TAMPA, Fla. (WFLA) — Inflation comes for all items, products, and prices eventually. Now, a new analysis of home prices compared to their sizes says shrinkflation is hitting home prices compared to their actual space.
The Zillow report examined home pricing before and after the pandemic, using a “typical $1 million home” as the baseline. Their report found that single-family homes priced in the million-dollar range were “much smaller” than similarly priced homes in 2019. Additionally, the homes are physically smaller and “have fewer bathrooms” while being older.
Construction of new homes has slowed throughout the pandemic due to supply chain and pricing issues.
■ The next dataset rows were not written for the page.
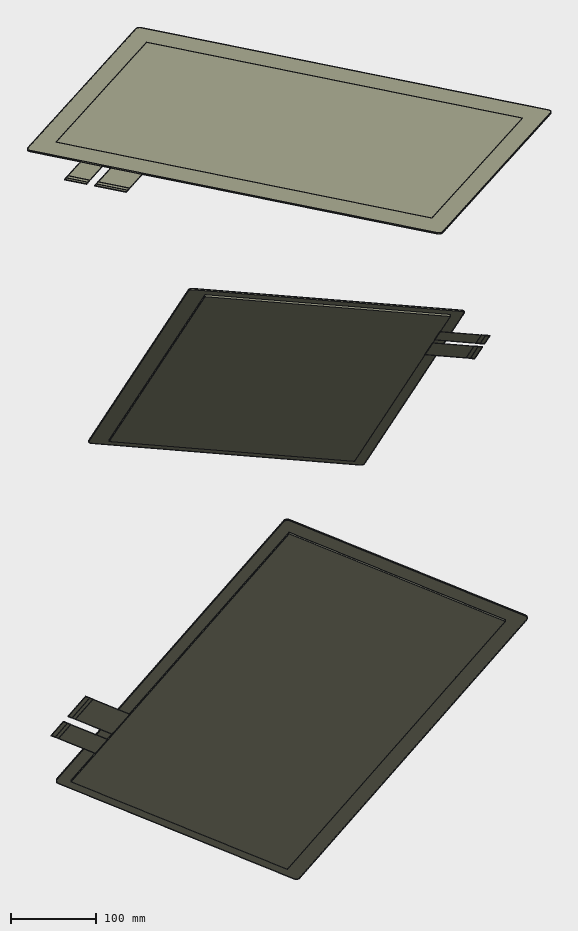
import cadquery as cq


stack_height = 4.3
glass_x = 526.5
glass_y = 330.0
glass_thickness = 1.8
glass_corner_radius = 5.0

window_x = 477.0
window_y = 268.5
window_depth = 0.1
window_left_margin = (glass_x - window_x) / 2
window_front_margin = (glass_y - window_y) / 2

panel_x = 496.5
panel_y = 293.5
panel_thickness = stack_height - glass_thickness
panel_left_margin = 12.5
panel_front_margin = 15.0

tails = [(68.0, 28.0), (106.5, 40.0)]
tail_reach = 45.5
tail_thickness = 0.25
tail_bottom = 1.0

stiffener_length = 10.0
stiffener_thickness = 0.25
contact_length = 5.5
contact_thickness = 0.25


def plate(corner, size):
    """A rectangular plate growing in +X, +Y and +Z from its lower front left corner."""
    return cq.Workplane("XY").box(*size, centered=False).translate(corner)


def cover_glass():
    """The rounded glass plate with its shallow window."""
    glass = plate((0, 0, panel_thickness), (glass_x, glass_y, glass_thickness))
    glass = glass.edges("|Z").fillet(glass_corner_radius)
    window = plate(
        (window_left_margin, window_front_margin, stack_height - window_depth),
        (window_x, window_y, window_depth),
    )
    return glass.cut(window)


def sensor_panel():
    """The plain panel under the glass."""
    return plate((panel_left_margin, panel_front_margin, 0), (panel_x, panel_y, panel_thickness))


def tail(left, width):
    """One tail, from the front face of the panel to its thickened tip."""
    tip = -tail_reach
    length = tail_reach + panel_front_margin
    tail_top = tail_bottom + tail_thickness
    strip = plate((left, tip, tail_bottom), (width, length, tail_thickness))
    stiffener = plate((left, tip, tail_top), (width, stiffener_length, stiffener_thickness))
    contact = plate(
        (left, tip, tail_bottom - contact_thickness),
        (width, contact_length, contact_thickness),
    )
    return strip.union(stiffener).union(contact)


result = cover_glass().union(sensor_panel())
for tail_left, tail_width in tails:
    result = result.union(tail(tail_left, tail_width))

Notably, a recent report by the U.S. Census Bureau showed that building permits in July had increased just 1.1% compared to the year before, but had fallen 4.3% from June.
Authorizations for single-family home construction nationally were reported at a rate of 928,000 compared to 970,000 permits in June. The next permit level report comes out Sept. 20, showing permit fluctuations in August.
Zillow said the COVID-19 pandemic was “the hottest housing market in recent history, with annual home value growth surpassing 20% and for-sale inventory levels reaching historic lows. One result of these abnormally hot conditions is that homes are selling for more than $1 million much more often, while the typical million-dollar home looks a lot different than it did heading into the pandemic.”
The report said the effect was more noticeable in some areas than others, such as Phoenix, Ariz. or Austin, Texas, among others.
Put simply, a Zillow spokesperson said, “Homes that sold near $1 million are almost 400 square feet smaller than in 2020.” However, the data they provided also showed that home sizes were starting to increase in the most recent fiscal quarter, compared to the previous one. Still, compared to the “early 2020 peak” at start of the pandemic, the space within a $1 million home is 397 square feet smaller, from 2020’s Q2 to 2022’s.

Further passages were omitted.